REQUIRED WORK: Please repeat exactly the lines below from the line with "Above: before the" to the line with "The game is", including both, and leave out every picture.

[Collected data]
▬▬▬▬▬▬
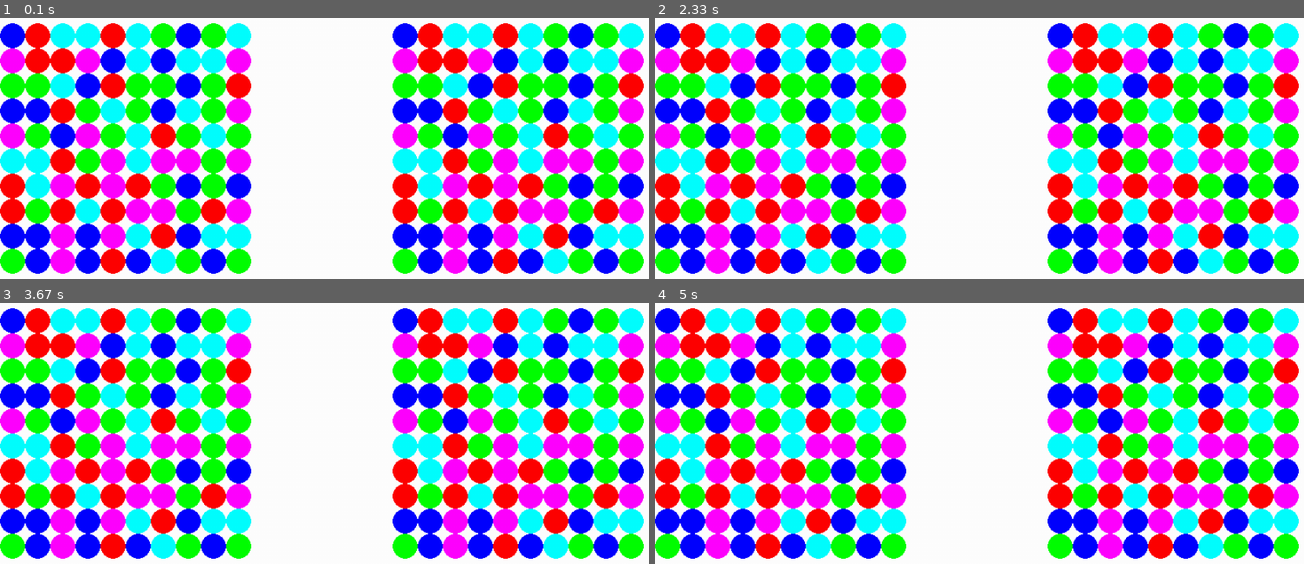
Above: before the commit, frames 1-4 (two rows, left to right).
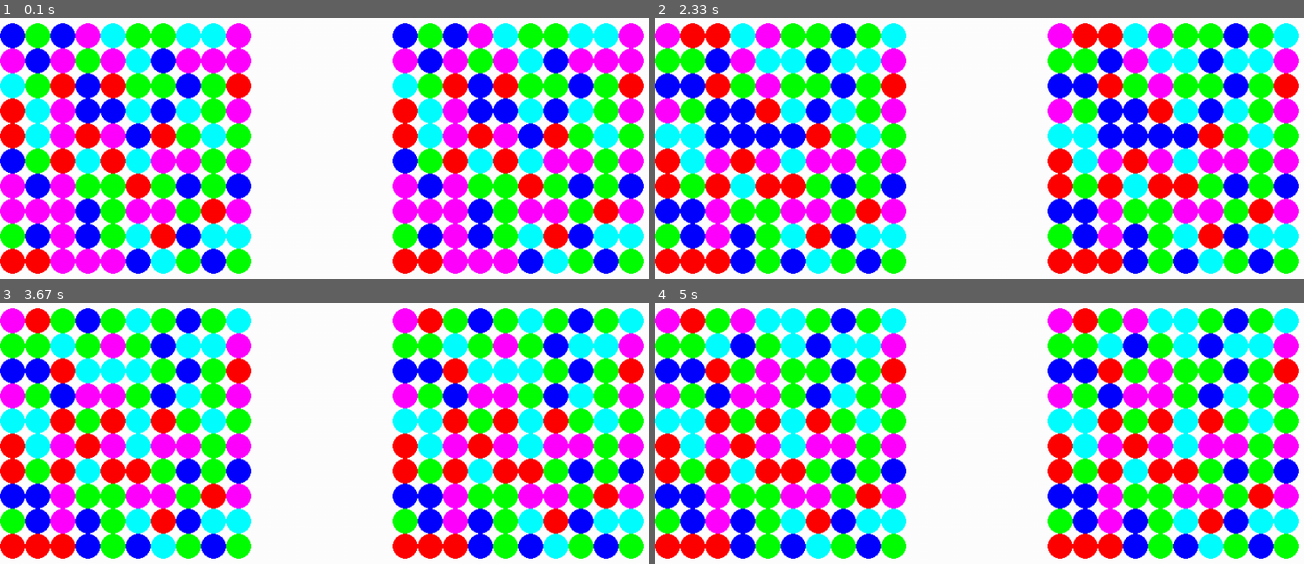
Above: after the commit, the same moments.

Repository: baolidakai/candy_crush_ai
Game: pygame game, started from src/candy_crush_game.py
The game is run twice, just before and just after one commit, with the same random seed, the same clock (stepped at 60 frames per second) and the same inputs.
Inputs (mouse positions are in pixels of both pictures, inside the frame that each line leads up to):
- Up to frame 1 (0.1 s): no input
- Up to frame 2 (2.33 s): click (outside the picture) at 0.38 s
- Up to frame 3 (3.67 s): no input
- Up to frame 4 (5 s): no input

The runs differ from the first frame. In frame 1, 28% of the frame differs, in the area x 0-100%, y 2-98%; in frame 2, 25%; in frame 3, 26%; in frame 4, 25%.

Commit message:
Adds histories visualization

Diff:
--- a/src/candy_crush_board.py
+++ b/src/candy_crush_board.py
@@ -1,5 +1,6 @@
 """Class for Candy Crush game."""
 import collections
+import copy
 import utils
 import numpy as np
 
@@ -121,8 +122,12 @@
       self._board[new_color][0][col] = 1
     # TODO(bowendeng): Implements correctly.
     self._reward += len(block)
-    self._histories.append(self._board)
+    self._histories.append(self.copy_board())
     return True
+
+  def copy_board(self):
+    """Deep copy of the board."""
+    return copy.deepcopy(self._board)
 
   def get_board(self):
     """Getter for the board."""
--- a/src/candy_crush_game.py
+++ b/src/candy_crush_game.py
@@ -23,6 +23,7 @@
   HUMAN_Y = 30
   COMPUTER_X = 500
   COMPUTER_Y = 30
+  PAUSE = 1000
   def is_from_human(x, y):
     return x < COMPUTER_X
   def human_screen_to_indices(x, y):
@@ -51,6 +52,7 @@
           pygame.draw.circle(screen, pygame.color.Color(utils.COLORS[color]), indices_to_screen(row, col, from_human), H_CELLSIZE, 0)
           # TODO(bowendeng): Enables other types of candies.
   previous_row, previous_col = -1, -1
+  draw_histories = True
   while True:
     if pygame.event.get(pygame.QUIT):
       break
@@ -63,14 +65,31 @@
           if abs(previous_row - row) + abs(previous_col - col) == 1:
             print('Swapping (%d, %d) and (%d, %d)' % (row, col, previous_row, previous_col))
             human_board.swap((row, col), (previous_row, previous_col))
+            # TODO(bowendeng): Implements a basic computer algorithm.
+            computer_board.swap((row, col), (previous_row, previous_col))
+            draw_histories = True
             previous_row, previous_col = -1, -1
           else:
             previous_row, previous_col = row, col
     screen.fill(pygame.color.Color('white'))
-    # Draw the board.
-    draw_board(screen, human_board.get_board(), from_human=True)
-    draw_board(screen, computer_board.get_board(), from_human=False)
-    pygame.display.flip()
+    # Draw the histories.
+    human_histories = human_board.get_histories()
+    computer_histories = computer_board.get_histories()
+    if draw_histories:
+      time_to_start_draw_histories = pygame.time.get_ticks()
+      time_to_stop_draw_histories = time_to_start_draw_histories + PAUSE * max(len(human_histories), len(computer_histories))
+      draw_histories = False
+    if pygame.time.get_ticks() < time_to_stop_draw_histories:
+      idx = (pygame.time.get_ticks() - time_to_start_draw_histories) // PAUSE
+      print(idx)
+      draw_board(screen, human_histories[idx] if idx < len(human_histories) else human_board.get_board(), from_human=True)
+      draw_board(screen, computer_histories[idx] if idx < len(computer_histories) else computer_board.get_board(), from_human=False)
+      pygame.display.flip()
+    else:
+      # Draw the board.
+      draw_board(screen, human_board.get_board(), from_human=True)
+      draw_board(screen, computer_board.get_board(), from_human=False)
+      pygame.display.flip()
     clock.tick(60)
▬▬▬▬▬▬
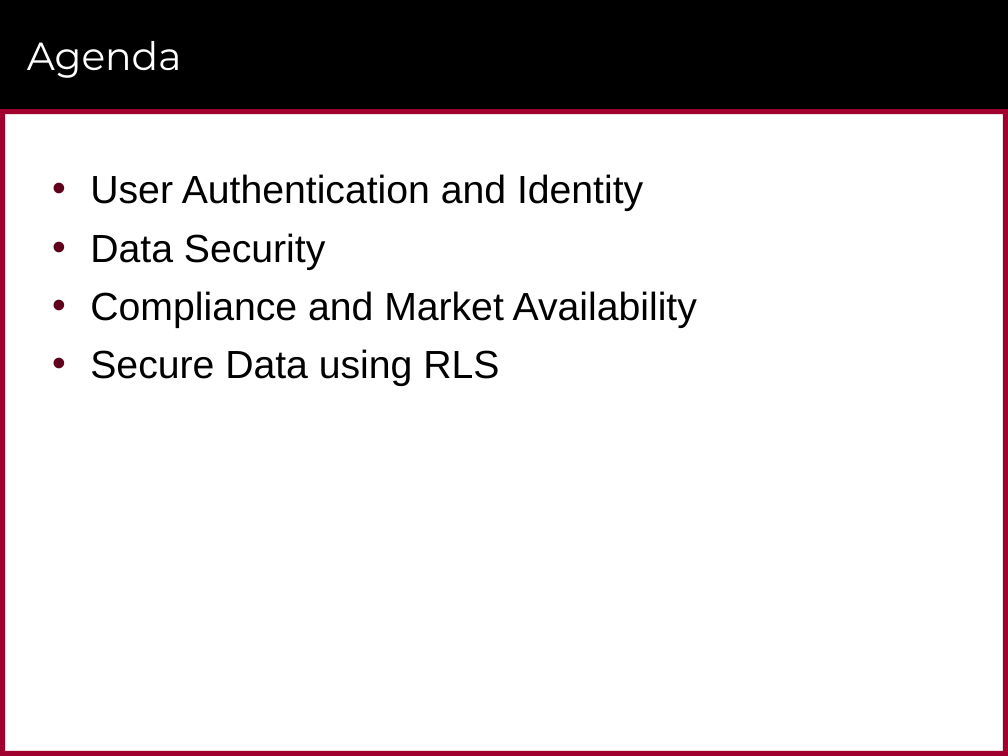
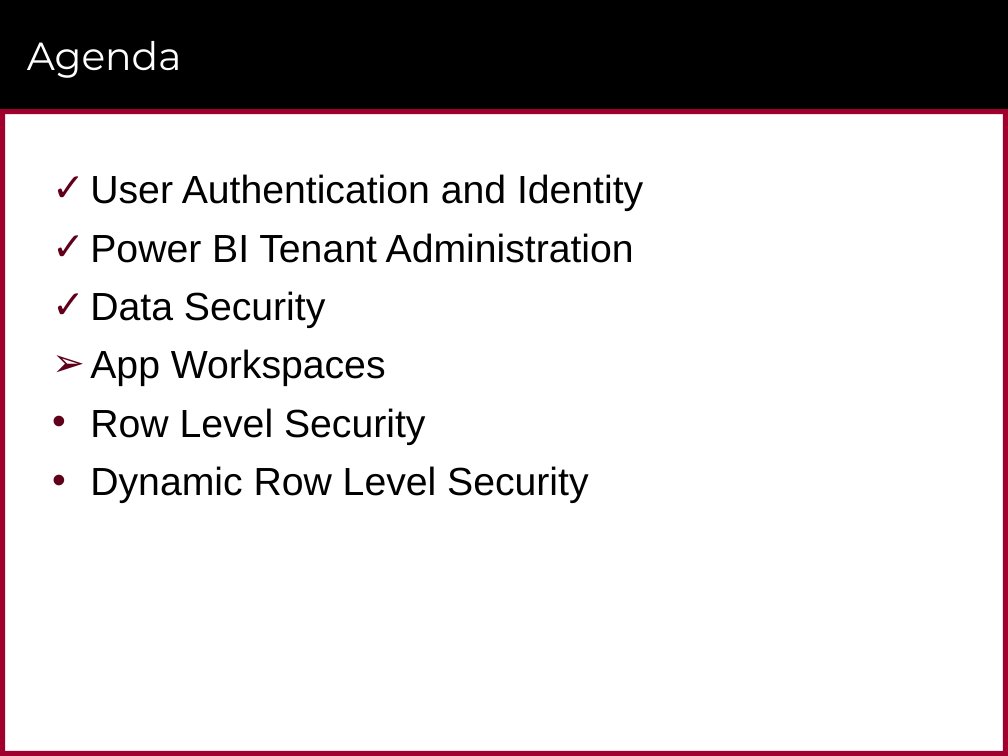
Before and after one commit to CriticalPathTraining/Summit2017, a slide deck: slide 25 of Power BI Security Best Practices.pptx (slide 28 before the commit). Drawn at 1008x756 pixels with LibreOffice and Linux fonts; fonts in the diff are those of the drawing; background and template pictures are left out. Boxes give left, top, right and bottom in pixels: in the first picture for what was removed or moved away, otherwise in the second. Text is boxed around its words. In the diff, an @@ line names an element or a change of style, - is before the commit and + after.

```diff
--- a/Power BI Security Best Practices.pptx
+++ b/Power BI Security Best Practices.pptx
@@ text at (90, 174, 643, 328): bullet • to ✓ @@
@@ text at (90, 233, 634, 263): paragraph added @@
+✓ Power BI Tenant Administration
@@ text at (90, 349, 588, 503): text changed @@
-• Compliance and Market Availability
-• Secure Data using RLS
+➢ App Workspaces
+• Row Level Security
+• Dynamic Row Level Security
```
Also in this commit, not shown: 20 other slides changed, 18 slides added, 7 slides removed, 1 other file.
▬▬▬▬▬▬
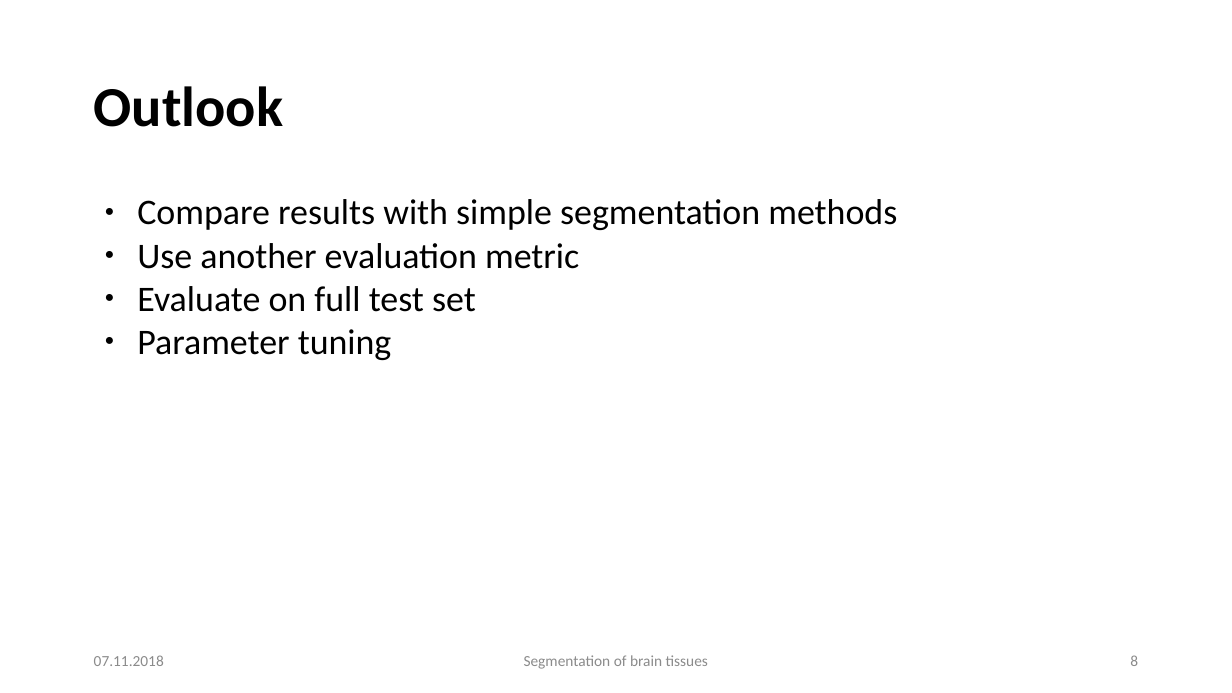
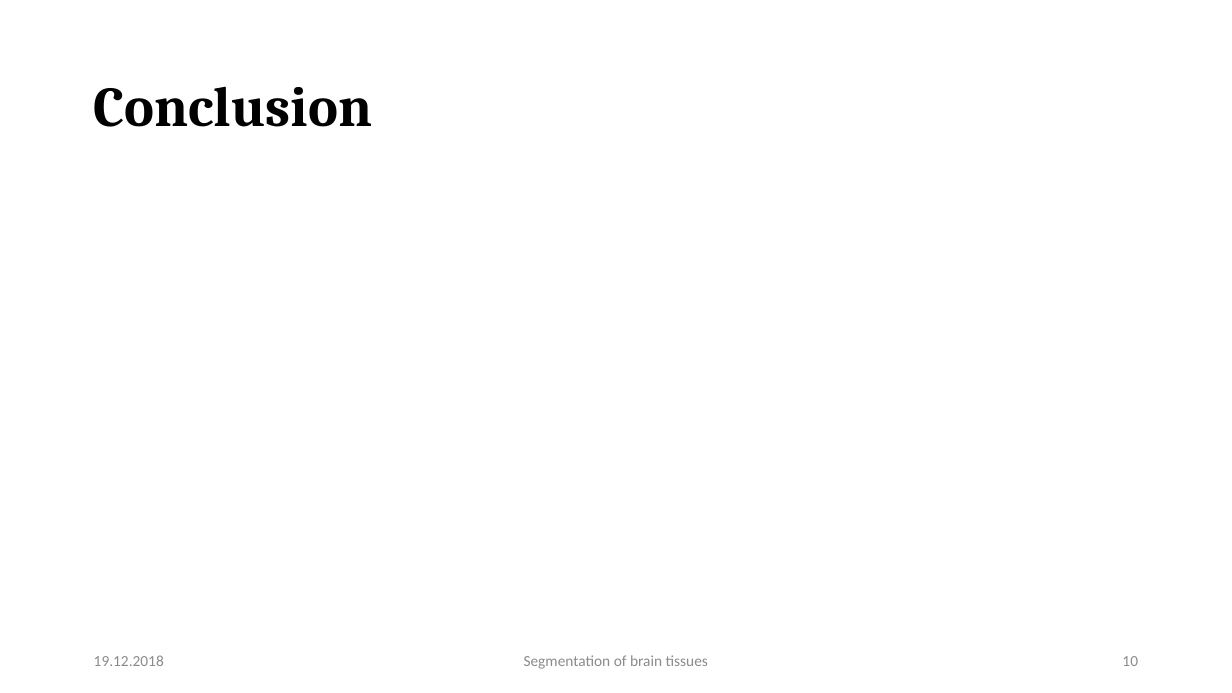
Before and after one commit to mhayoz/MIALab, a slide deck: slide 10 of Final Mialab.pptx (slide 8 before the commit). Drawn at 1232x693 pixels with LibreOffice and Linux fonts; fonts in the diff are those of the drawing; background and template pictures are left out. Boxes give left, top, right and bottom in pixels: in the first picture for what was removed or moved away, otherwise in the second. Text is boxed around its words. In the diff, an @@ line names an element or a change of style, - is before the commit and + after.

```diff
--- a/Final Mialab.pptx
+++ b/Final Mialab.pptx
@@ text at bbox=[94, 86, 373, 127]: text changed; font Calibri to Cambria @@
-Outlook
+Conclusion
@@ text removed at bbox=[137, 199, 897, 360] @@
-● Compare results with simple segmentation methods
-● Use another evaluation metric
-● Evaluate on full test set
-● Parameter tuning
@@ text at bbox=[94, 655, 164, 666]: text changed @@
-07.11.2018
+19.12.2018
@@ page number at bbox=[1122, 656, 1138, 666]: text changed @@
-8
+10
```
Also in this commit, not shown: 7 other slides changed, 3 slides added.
▬▬▬▬▬▬
ANSWER SECTION:
Above: before the commit, frames 1-4 (two rows, left to right).
Above: after the commit, the same moments.

Repository: baolidakai/candy_crush_ai
Game: pygame game, started from src/candy_crush_game.py
The game is run twice, just before and just after one commit, with the same random seed, the same clock (stepped at 60 frames per second) and the same inputs.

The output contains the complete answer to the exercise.